TASK STATEMENT:
Verbatim copy without images: repeat the records in full.

::: TASK MATERIAL :::

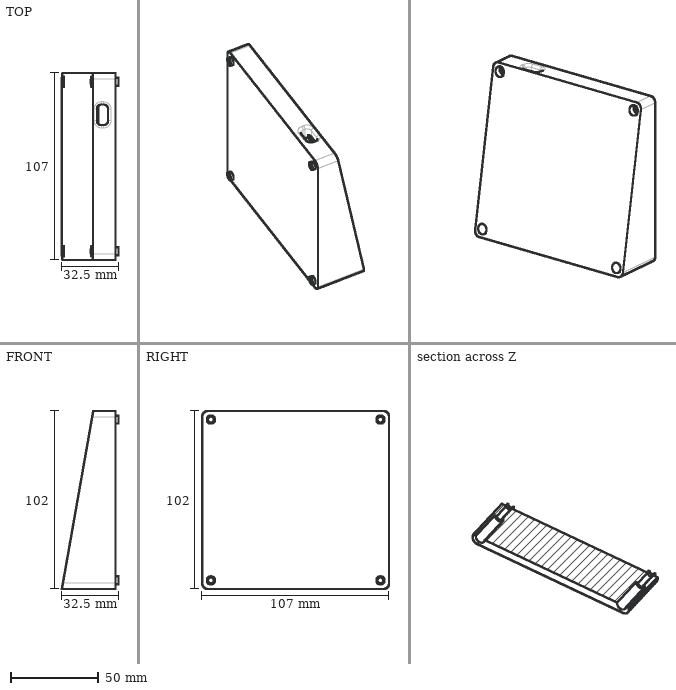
import cadquery as cq

overall_depth = 32.5
width = 107.0
height = 102.0
corner_radius = 3.4

pin_length = 1.7
wedge_depth = 18.0
back_x = overall_depth - pin_length

screw_inset = 5.0
screw_diameter = 3.4
pin_diameter = 4.7
head_diameter = 6.0
head_seat_x = 20.7

port_x = 23.3
port_y = 29.5
port_width = 6.5
port_length = 11.8
port_corner_radius = 2.7
port_lip_radius = 1.6
port_depth = 8.6
port_ledge_depth = 6.4
port_ledge_width = 1.0


def rod_along_x(diameter, start_x, end_x):
    """One cylinder along X at every screw position."""
    return (
        cq.Workplane("YZ", origin=(start_x, 0, height / 2))
        .rect(width - 2 * screw_inset, height - 2 * screw_inset, forConstruction=True)
        .vertices()
        .circle(diameter / 2)
        .extrude(end_x - start_x)
    )


def make_body():
    """Rounded block whose front face leans back from the bottom edge."""
    block = (
        cq.Workplane("XY")
        .box(back_x, width, height, centered=(False, True, False))
        .edges("|X")
        .fillet(corner_radius)
    )
    front_waste = (
        cq.Workplane("XZ")
        .polyline([(0, 0), (wedge_depth, height), (0, height)])
        .close()
        .extrude(width / 2, both=True)
    )
    return block.cut(front_waste)


def add_port(body):
    """Blind rounded opening in the top face with a rounded lip and a ledge along its front wall."""
    opening = (
        cq.Workplane("XY", origin=(port_x, port_y, height - port_depth))
        .rect(port_width, port_length)
        .extrude(port_depth)
        .edges("|Z")
        .fillet(port_corner_radius)
    )
    ledge = cq.Workplane("XY", origin=(port_x - port_width / 2, port_y, height - port_depth)).box(
        port_ledge_width, port_length, port_depth - port_ledge_depth, centered=(False, True, False)
    )
    opening = opening.cut(ledge)
    lip_half_x = port_width / 2 + port_lip_radius
    lip_half_y = port_length / 2 + port_lip_radius
    lip_zone = cq.selectors.BoxSelector(
        (port_x - lip_half_x, port_y - lip_half_y, height - port_lip_radius),
        (port_x + lip_half_x, port_y + lip_half_y, height + port_lip_radius),
    )
    return body.cut(opening).edges(lip_zone).fillet(port_lip_radius)


body = add_port(make_body())
body = body.union(rod_along_x(pin_diameter, head_seat_x, overall_depth))
body = body.cut(rod_along_x(head_diameter, 0, head_seat_x))
result = body.cut(rod_along_x(screw_diameter, 0, overall_depth))

:::

OUTPUT:
import cadquery as cq

overall_depth = 32.5
width = 107.0
height = 102.0
corner_radius = 3.4

pin_length = 1.7
wedge_depth = 18.0
back_x = overall_depth - pin_length

screw_inset = 5.0
screw_diameter = 3.4
pin_diameter = 4.7
head_diameter = 6.0
head_seat_x = 20.7

port_x = 23.3
port_y = 29.5
port_width = 6.5
port_length = 11.8
port_corner_radius = 2.7
port_lip_radius = 1.6
port_depth = 8.6
port_ledge_depth = 6.4
port_ledge_width = 1.0


def rod_along_x(diameter, start_x, end_x):
    """One cylinder along X at every screw position."""
    return (
        cq.Workplane("YZ", origin=(start_x, 0, height / 2))
        .rect(width - 2 * screw_inset, height - 2 * screw_inset, forConstruction=True)
        .vertices()
        .circle(diameter / 2)
        .extrude(end_x - start_x)
    )


def make_body():
    """Rounded block whose front face leans back from the bottom edge."""
    block = (
        cq.Workplane("XY")
        .box(back_x, width, height, centered=(False, True, False))
        .edges("|X")
        .fillet(corner_radius)
    )
    front_waste = (
        cq.Workplane("XZ")
        .polyline([(0, 0), (wedge_depth, height), (0, height)])
        .close()
        .extrude(width / 2, both=True)
    )
    return block.cut(front_waste)


def add_port(body):
    """Blind rounded opening in the top face with a rounded lip and a ledge along its front wall."""
    opening = (
        cq.Workplane("XY", origin=(port_x, port_y, height - port_depth))
        .rect(port_width, port_length)
        .extrude(port_depth)
        .edges("|Z")
        .fillet(port_corner_radius)
    )
    ledge = cq.Workplane("XY", origin=(port_x - port_width / 2, port_y, height - port_depth)).box(
        port_ledge_width, port_length, port_depth - port_ledge_depth, centered=(False, True, False)
    )
    opening = opening.cut(ledge)
    lip_half_x = port_width / 2 + port_lip_radius
    lip_half_y = port_length / 2 + port_lip_radius
    lip_zone = cq.selectors.BoxSelector(
        (port_x - lip_half_x, port_y - lip_half_y, height - port_lip_radius),
        (port_x + lip_half_x, port_y + lip_half_y, height + port_lip_radius),
    )
    return body.cut(opening).edges(lip_zone).fillet(port_lip_radius)


body = add_port(make_body())
body = body.union(rod_along_x(pin_diameter, head_seat_x, overall_depth))
body = body.cut(rod_along_x(head_diameter, 0, head_seat_x))
result = body.cut(rod_along_x(screw_diameter, 0, overall_depth))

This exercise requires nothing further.